#### Task statement
Scan the records for the string "shot"; copy each line where it occurs.

[Saved entries]

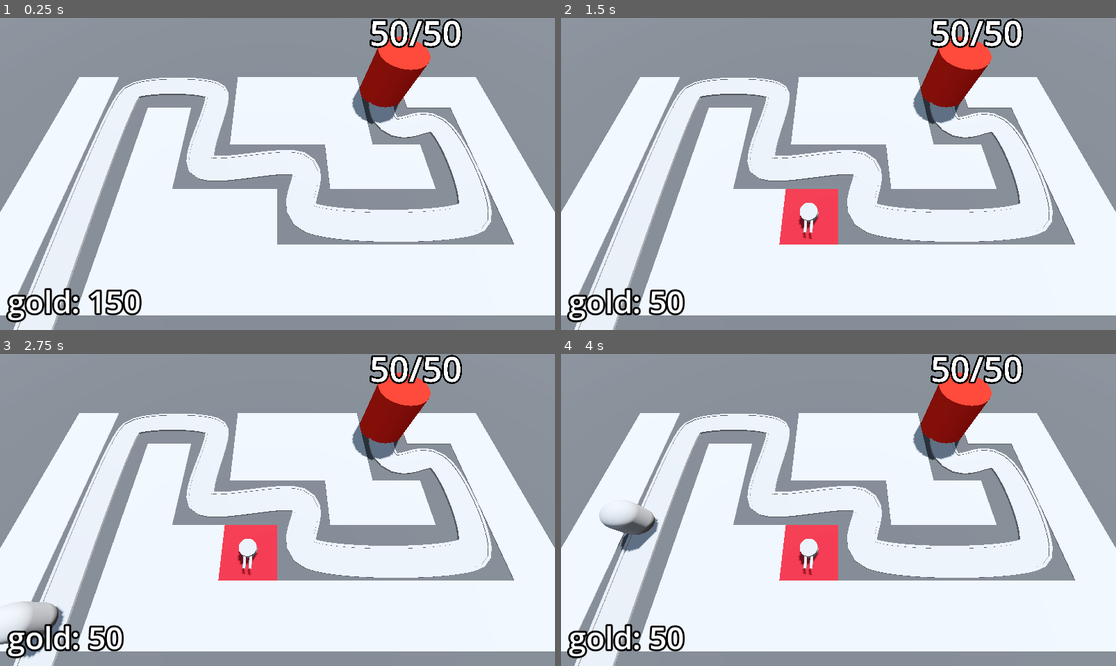
Above: before the commit, frames 1-4 (two rows, left to right).
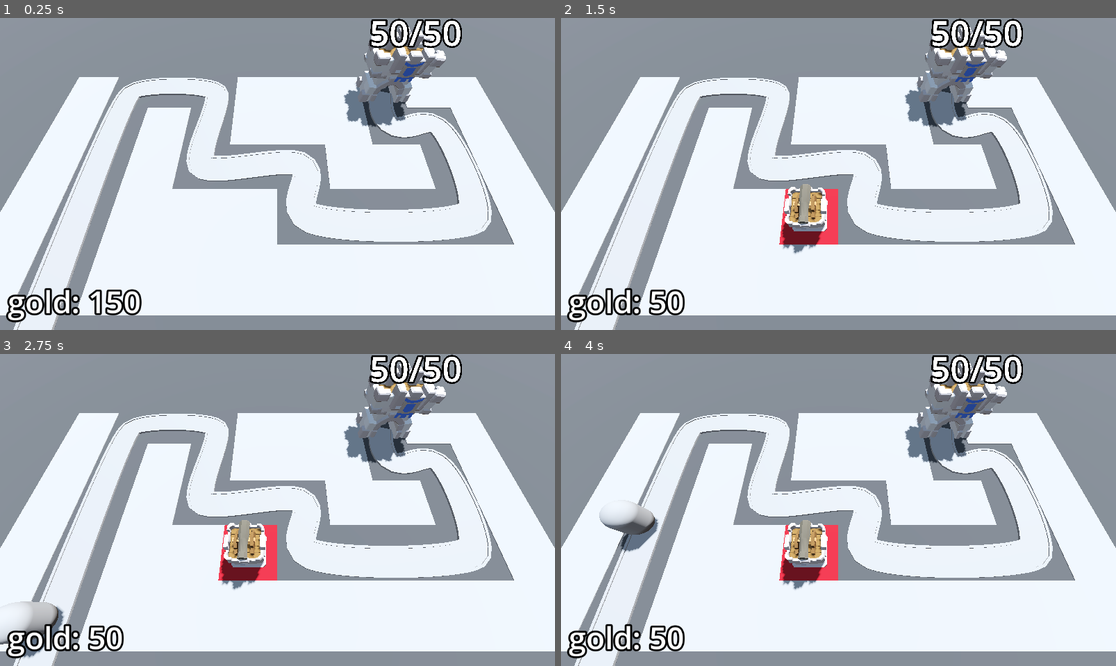
Above: after the commit, the same moments.

Repository: JonathanCarey13/BarbarrianBlaste
Game: Godot game, scene res://BaseLevel.tscn
Same seed, same stepped clock (60 frames per second), same inputs: the game is played once before the commit and once after it.
Inputs (mouse positions are in pixels of both pictures, inside the frame that each line leads up to):
- Up to frame 1 (0.25 s): no input
- Up to frame 2 (1.5 s): tap Enter at 0.5 s; move the mouse to (810, 236) at 0.52 s; press the mouse at (810, 236) at 0.53 s; tap Space at 1.25 s; move the mouse to (1005, 220) at 1.27 s; release the mouse at (1005, 220) at 1.28 s; click (1005, 220) at 1.35 s
- Up to frame 3 (2.75 s): tap Enter at 2 s; move the mouse to (111, 463) at 2.02 s; press the mouse at (111, 463) at 2.03 s
- Up to frame 4 (4 s): move the mouse to (866, 510) at 2.77 s; release the mouse at (866, 510) at 2.78 s; click (866, 510) at 2.85 s; move the mouse to (755, 432) at 3.52 s; press the mouse at (755, 432) at 3.53 s

The runs differ from the first frame. In frame 1, 2.5% of the frame differs, in the area x 61-81%, y 2-35%; in frame 2, 3.9%, in the area x 39-81%, y 2-76%; in frame 3, 3.9%; in frame 4, 3.9%.

Commit message:
added victory screen/starts. Added base and turret glb files

Diff:
--- a/Base/Base.tscn
+++ b/Base/Base.tscn
@@ -1,19 +1,10 @@
 [gd_scene load_steps=3 format=3 uid="uid://cibs6nf8ajxk7"]
 
 [ext_resource type="Script" path="res://Base/base.gd" id="1_vdt6o"]
-
-[sub_resource type="StandardMaterial3D" id="StandardMaterial3D_yje1d"]
-albedo_color = Color(0.815686, 0.101961, 0, 1)
+[ext_resource type="PackedScene" uid="uid://noucur2pvhtl" path="res://Assets/Base.glb" id="2_1bp8t"]
 
 [node name="Base" type="Node3D" groups=["base"]]
 script = ExtResource("1_vdt6o")
-
-[node name="CSGCylinder3D" type="CSGCylinder3D" parent="."]
-transform = Transform3D(1, 0, 0, 0, 1, 0, 0, 0, 1, 0, 2, 0)
-radius = 2.0
-height = 4.0
-sides = 32
-material = SubResource("StandardMaterial3D_yje1d")
 
 [node name="Label3D" type="Label3D" parent="."]
 transform = Transform3D(1, 0, 0, 0, 1, 0, 0, 0, 1, 0, 5.5, 0)
@@ -21,3 +12,5 @@
 text = "starting health"
 font_size = 500
 outline_size = 100
+
+[node name="Base" parent="." instance=ExtResource("2_1bp8t")]
--- a/Base/base.gd
+++ b/Base/base.gd
@@ -20,7 +20,6 @@
 
 func _ready() -> void:
 	current_health = max_health
-	# print("Hello " + player_name + " - "+ str(favorite_number))
 
 func take_damage() -> void:
 	# print("Damage dealt to base!")
--- a/BaseLevel.tscn
+++ b/BaseLevel.tscn
@@ -9,6 +9,7 @@
 [ext_resource type="PackedScene" uid="uid://dglu0q8havkaj" path="res://Turret/turret.tscn" id="6_284p3"]
 [ext_resource type="Script" path="res://Bank.gd" id="8_84n0n"]
 [ext_resource type="PackedScene" uid="uid://mpluhch2xj8a" path="res://Difficulty Manager/difficulty_manager.tscn" id="9_n3tor"]
+[ext_resource type="PackedScene" uid="uid://c7gug08k06t2s" path="res://UserInterface/victory_layer.tscn" id="10_gg04o"]
 
 [sub_resource type="StandardMaterial3D" id="StandardMaterial3D_rhsl6"]
 albedo_color = Color(0.266667, 0.266667, 0.266667, 1)
@@ -65,11 +66,12 @@
 "cells": PackedInt32Array(65535, 65534, 0, 65535, 2, 0, 65531, 65535, 0, 65531, 65534, 0, 65531, 0, 0, 65531, 1, 0, 655 …(293 unchanged characters)…
 }
 
-[node name="EnemyPath" type="Path3D" parent="." node_paths=PackedStringArray("difficulty_manager")]
+[node name="EnemyPath" type="Path3D" parent="." node_paths=PackedStringArray("difficulty_manager", "victory_layer")]
 curve = SubResource("Curve3D_hg3k2")
 script = ExtResource("3_quolf")
 enemy_scene = ExtResource("2_m1mmh")
 difficulty_manager = NodePath("../DifficultyManager")
+victory_layer = NodePath("../VictoryLayer")
 
 [node name="Road" type="CSGPolygon3D" parent="EnemyPath"]
 polygon = PackedVector2Array(-1, 0, -1, 0.1, 1, 0.1, 1, 0)
@@ -145,5 +147,8 @@
 
 [node name="DifficultyManager" parent="." instance=ExtResource("9_n3tor")]
 
+[node name="VictoryLayer" parent="." groups=["retry"] instance=ExtResource("10_gg04o")]
+visible = false
+
 [connection signal="timeout" from="EnemyPath/Timer" to="EnemyPath" method="spawn_enemy"]
 [connection signal="stop_spawning_enemies" from="DifficultyManager" to="EnemyPath" method="_on_difficulty_manager_stop_spawning_enemies"]
--- a/Enemy/enemy.gd
+++ b/Enemy/enemy.gd
@@ -19,6 +19,7 @@
 
 func _ready() -> void:
 	current_health = max_health
+	# Engine.time_scale = 10.0
 
 # Called every frame. 'delta' is the elapsed time since the previous frame.
 func _process(delta: float) -> void:
--- a/EnemyPath.gd
+++ b/EnemyPath.gd
@@ -2,6 +2,7 @@
 
 @export var enemy_scene: PackedScene
 @export var difficulty_manager: Node
+@export var victory_layer: CanvasLayer
 
 @onready var timer: Timer = $Timer
 
@@ -11,7 +12,15 @@
 	new_enemy.max_health = difficulty_manager.get_enemy_health()
 	add_child(new_enemy)
 	timer.wait_time = difficulty_manager.get_spawn_time()
-
+	new_enemy.tree_exited.connect(enemy_defeated)
 
 func _on_difficulty_manager_stop_spawning_enemies() -> void:
 	timer.stop()
+
+func enemy_defeated() -> void:
+	if timer.is_stopped():
+		for child in get_children():
+			if child is PathFollow3D:
+				return
+		print("you won!")
+		victory_layer.victory()
--- a/Turret/turret.gd
+++ b/Turret/turret.gd
@@ -6,21 +6,24 @@
 var enemy_path: Path3D
 var target: PathFollow3D
 
-@onready var turret_top: MeshInstance3D = $TurretBase/TurretTop
+@onready var turret_top: Node3D = $TurretBase/TurretTop
 @onready var fire_animation: AnimationPlayer = $AnimationPlayer
+@onready var turret_base: Node3D = $TurretBase
+@onready var cannon: Node3D = $TurretBase/TurretTop/Cannon
+
 
 func _on_timer_timeout() -> void:
 	if target:
 		var shot = projectile.instantiate()
 		add_child(shot)
 		fire_animation.play("fire")
-		shot.global_position = turret_top.global_position
-		shot.direction = global_transform.basis.z
+		shot.global_position = cannon.global_position
+		shot.direction = turret_base.global_transform.basis.z
 
 func _physics_process(delta: float) -> void:
 	target = find_best_target()
 	if target:
-		look_at(target.global_position, Vector3.UP, true)
+		turret_base.look_at(target.global_position, Vector3.UP, true)
 
 func find_best_target() -> PathFollow3D:
 	var best_target = null
--- a/Turret/turret.tscn
+++ b/Turret/turret.tscn
@@ -1,46 +1,23 @@
-[gd_scene load_steps=9 format=3 uid="uid://dglu0q8havkaj"]
+[gd_scene load_steps=8 format=3 uid="uid://dglu0q8havkaj"]
 
 [ext_resource type="PackedScene" uid="uid://dqso1eefuhm66" path="res://Turret/projectile.tscn" id="1_82dr3"]
 [ext_resource type="Script" path="res://Turret/turret.gd" id="1_prpej"]
-
-[sub_resource type="CylinderMesh" id="CylinderMesh_fyaqo"]
-height = 1.0
-
-[sub_resource type="CylinderMesh" id="CylinderMesh_quqa6"]
-top_radius = 0.6
-bottom_radius = 0.6
-height = 0.6
-
-[sub_resource type="CylinderMesh" id="CylinderMesh_r16y6"]
-top_radius = 0.1
-bottom_radius = 0.1
-height = 1.0
+[ext_resource type="PackedScene" uid="uid://cm1q8uqxwwtii" path="res://Assets/Cannon.glb" id="3_t8kcb"]
+[ext_resource type="PackedScene" uid="uid://nafnv8mx7yey" path="res://Assets/TurretBase.glb" id="4_r6230"]
 
 [sub_resource type="Animation" id="Animation_gdsle"]
 length = 0.001
 tracks/0/type = "value"
 tracks/0/imported = false
 tracks/0/enabled = true
-tracks/0/path = NodePath("TurretBase/Barrel:position")
+tracks/0/path = NodePath("TurretBase/TurretTop/Cannon:position")
 tracks/0/interp = 1
 tracks/0/loop_wrap = true
 tracks/0/keys = {
 "times": PackedFloat32Array(0),
 "transitions": PackedFloat32Array(1),
 "update": 0,
-"values": [Vector3(-0.2, 0.3, 0.85)]
-}
-tracks/1/type = "value"
-tracks/1/imported = false
-tracks/1/enabled = true
-tracks/1/path = NodePath("TurretBase/Barrel2:position")
-tracks/1/interp = 1
-tracks/1/loop_wrap = true
-tracks/1/keys = {
-"times": PackedFloat32Array(0),
-"transitions": PackedFloat32Array(1),
-"update": 0,
-"values": [Vector3(0.2, 0.3, 0.85)]
+"values": [Vector3(0, 1.3, 0)]
 }
 
 [sub_resource type="Animation" id="Animation_pe1kv"]
@@ -49,26 +26,14 @@
 tracks/0/type = "value"
 tracks/0/imported = false
 tracks/0/enabled = true
-tracks/0/path = NodePath("TurretBase/Barrel:position")
+tracks/0/path = NodePath("TurretBase/TurretTop/Cannon:position")
 tracks/0/interp = 1
 tracks/0/loop_wrap = true
 tracks/0/keys = {
-"times": PackedFloat32Array(0, 0.1, 0.2),
-"transitions": PackedFloat32Array(1, 1, 1),
+"times": PackedFloat32Array(0, 0.2),
+"transitions": PackedFloat32Array(1, 1),
 "update": 0,
-"values": [Vector3(-0.2, 0.3, 0.85), Vector3(-0.2, 0.3, 0.2), Vector3(-0.2, 0.3, 0.85)]
-}
-tracks/1/type = "value"
-tracks/1/imported = false
-tracks/1/enabled = true
-tracks/1/path = NodePath("TurretBase/Barrel2:position")
-tracks/1/interp = 1
-tracks/1/loop_wrap = true
-tracks/1/keys = {
-"times": PackedFloat32Array(0, 0.1, 0.2),
-"transitions": PackedFloat32Array(1, 1, 1),
-"update": 0,
-"values": [Vector3(0.2, 0.3, 0.85), Vector3(0.2, 0.3, 0.2), Vector3(0.2, 0.3, 0.85)]
+"values": [Vector3(0, 1.3, -0.6), Vector3(0, 1.3, 0)]
 }
 
 [sub_resource type="AnimationLibrary" id="AnimationLibrary_ogecq"]
@@ -81,21 +46,14 @@
 script = ExtResource("1_prpej")
 projectile = ExtResource("1_82dr3")
 
-[node name="TurretBase" type="MeshInstance3D" parent="."]
+[node name="TurretBase" type="Node3D" parent="."]
 transform = Transform3D(1, 0, 0, 0, 1, 0, 0, 0, 1, 0, 0.5, 0)
-mesh = SubResource("CylinderMesh_fyaqo")
 
-[node name="TurretTop" type="MeshInstance3D" parent="TurretBase"]
+[node name="TurretTop" type="Node3D" parent="TurretBase"]
 transform = Transform3D(1, 0, 0, 0, 1, 0, 0, 0, 1, 0, 0.3, 0)
-mesh = SubResource("CylinderMesh_quqa6")
 
-[node name="Barrel" type="MeshInstance3D" parent="TurretBase"]
-transform = Transform3D(1, 0, 0, 0, -4.37114e-08, -1, 0, 1, -4.37114e-08, -0.2, 0.3, 0.85)
-mesh = SubResource("CylinderMesh_r16y6")
-
-[node name="Barrel2" type="MeshInstance3D" parent="TurretBase"]
-transform = Transform3D(1, 0, 0, 0, -4.37114e-08, -1, 0, 1, -4.37114e-08, 0.2, 0.3, 0.85)
-mesh = SubResource("CylinderMesh_r16y6")
+[node name="Cannon" parent="TurretBase/TurretTop" instance=ExtResource("3_t8kcb")]
+transform = Transform3D(1, 0, 0, 0, 1, 0, 0, 0, 1, 0, 1.3, 0)
 
 [node name="Timer" type="Timer" parent="."]
 autostart = true
@@ -105,4 +63,6 @@
 "": SubResource("AnimationLibrary_ogecq")
 }
 
+[node name="TurretBase2" parent="." instance=ExtResource("4_r6230")]
+
 [connection signal="timeout" from="Timer" to="." method="_on_timer_timeout"]
--- /dev/null
+++ b/UserInterface/victory_layer.gd
@@ -0,0 +1,28 @@
+extends CanvasLayer
+
+@onready var star_1: TextureRect = %Star1
+@onready var star_2: TextureRect = %Star2
+@onready var star_3: TextureRect = %Star3
+
+
+@onready var base = get_tree().get_first_node_in_group("base")
+@onready var survived_label: Label = %SurvivedLabel
+@onready var health_label: Label = %HealthLabel
+
+@onready var bank = get_tree().get_first_node_in_group("bank")
+@onready var money_label: Label = %MoneyLabel
+
+func _on_retry_button_pressed() -> void:
+	get_tree().reload_current_scene()
+
+func _on_quit_button_pressed() -> void:
+	get_tree().quit()
+
+func victory() -> void:
+	visible = true
+	if base.max_health == base.current_health:
+		star_2.modulate = Color.WHITE
+		health_label.visible = true
+	if bank.gold >= 500:
+		star_3.modulate = Color.WHITE
+		money_label.visible = true
--- /dev/null
+++ b/UserInterface/victory_layer.tscn
@@ -0,0 +1,106 @@
+[gd_scene load_steps=4 format=3 uid="uid://c7gug08k06t2s"]
+
+[ext_resource type="Script" path="res://UserInterface/victory_layer.gd" id="1_uarar"]
+[ext_resource type="Texture2D" uid="uid://4g1bn2kr6wlu" path="res://Assets/star.png" id="2_x5smv"]
+
+[sub_resource type="LabelSettings" id="LabelSettings_3oegb"]
+font_size = 96
+
+[node name="VictoryLayer" type="CanvasLayer"]
+script = ExtResource("1_uarar")
+
+[node name="ColorRect" type="ColorRect" parent="."]
+anchors_preset = 15
+anchor_right = 1.0
+anchor_bottom = 1.0
+grow_horizontal = 2
+grow_vertical = 2
+color = Color(0, 0, 0, 0.588235)
+
+[node name="CenterContainer" type="CenterContainer" parent="."]
+anchors_preset = 15
+anchor_right = 1.0
+anchor_bottom = 1.0
+grow_horizontal = 2
+grow_vertical = 2
+
+[node name="PanelContainer" type="PanelContainer" parent="CenterContainer"]
+custom_minimum_size = Vector2(400, 400)
+layout_mode = 2
+
+[node name="VBoxContainer" type="VBoxContainer" parent="CenterContainer/PanelContainer"]
+layout_mode = 2
+
+[node name="Label" type="Label" parent="CenterContainer/PanelContainer/VBoxContainer"]
+layout_mode = 2
+text = "Victory"
+label_settings = SubResource("LabelSettings_3oegb")
+horizontal_alignment = 1
+
+[node name="StarContainer" type="HBoxContainer" parent="CenterContainer/PanelContainer/VBoxContainer"]
+layout_mode = 2
+
+[node name="Star1" type="TextureRect" parent="CenterContainer/PanelContainer/VBoxContainer/StarContainer"]
+unique_name_in_owner = true
+custom_minimum_size = Vector2(128, 128)
+layout_mode = 2
+size_flags_horizontal = 3
+texture = ExtResource("2_x5smv")
+expand_mode = 2
+stretch_mode = 5
+
+[node name="Star2" type="TextureRect" parent="CenterContainer/PanelContainer/VBoxContainer/StarContainer"]
+unique_name_in_owner = true
+modulate = Color(0, 0, 0, 1)
+custom_minimum_size = Vector2(128, 128)
+layout_mode = 2
+size_flags_horizontal = 3
+texture = ExtResource("2_x5smv")
+expand_mode = 2
+stretch_mode = 5
+
+[node name="Star3" type="TextureRect" parent="CenterContainer/PanelContainer/VBoxContainer/StarContainer"]
+unique_name_in_owner = true
+modulate = Color(0, 0, 0, 1)
+custom_minimum_size = Vector2(128, 128)
+layout_mode = 2
+size_flags_horizontal = 3
+texture = ExtResource("2_x5smv")
+expand_mode = 2
+stretch_mode = 5
+
+[node name="SurvivedLabel" type="Label" parent="CenterContainer/PanelContainer/VBoxContainer"]
+unique_name_in_owner = true
+visible = false
+layout_mode = 2
+text = "Survived +1 Star"
+
+[node name="HealthLabel" type="Label" parent="CenterContainer/PanelContainer/VBoxContainer"]
+unique_name_in_owner = true
+visible = false
+layout_mode = 2
+text = "Took No Damage +1 Star"
+
+[node name="MoneyLabel" type="Label" parent="CenterContainer/PanelContainer/VBoxContainer"]
+unique_name_in_owner = true
+visible = false
+layout_mode = 2
+text = "Over 500 Gold +1 Star"
+
+[node name="HBoxContainer" type="HBoxContainer" parent="CenterContainer/PanelContainer/VBoxContainer"]
+layout_mode = 2
+
+[node name="RetryButton" type="Button" parent="CenterContainer/PanelContainer/VBoxContainer/HBoxContainer"]
+layout_mode = 2
+size_flags_horizontal = 3
+theme_override_font_sizes/font_size = 32
+text = "Retry"
+
+[node name="QuitButton" type="Button" parent="CenterContainer/PanelContainer/VBoxContainer/HBoxContainer"]
+layout_mode = 2
+size_flags_horizontal = 3
+theme_override_font_sizes/font_size = 32
+text = "Quit"
+
+[connection signal="pressed" from="CenterContainer/PanelContainer/VBoxContainer/HBoxContainer/RetryButton" to="." method="_on_retry_button_pressed"]
+[connection signal="pressed" from="CenterContainer/PanelContainer/VBoxContainer/HBoxContainer/QuitButton" to="." method="_on_quit_button_pressed"]
Binary file added: Assets/Base.glb
Not shown, added: Assets/Base.glb.import
Binary file added: Assets/Base_Castle-metallic.png-Castle-roughness.png
Not shown, added: Assets/Base_Castle-metallic.png-Castle-roughness.png.import
Binary file added: Assets/Base_castle-colour-palette.png
Not shown, added: Assets/Base_castle-colour-palette.png.import
Binary file added: Assets/Cannon.glb
Not shown, added: Assets/Cannon.glb.import
Binary file added: Assets/Cannon_Castle-metallic.png-Castle-roughness.png
Not shown, added: Assets/Cannon_Castle-metallic.png-Castle-roughness.png.import
Binary file added: Assets/Cannon_castle-colour-palette.png
Not shown, added: Assets/Cannon_castle-colour-palette.png.import
(and 22 more such lines)

#### Written answer
 		var shot = projectile.instantiate()
 		add_child(shot)
-		shot.global_position = turret_top.global_position
-		shot.direction = global_transform.basis.z
+		shot.global_position = cannon.global_position
+		shot.direction = turret_base.global_transform.basis.z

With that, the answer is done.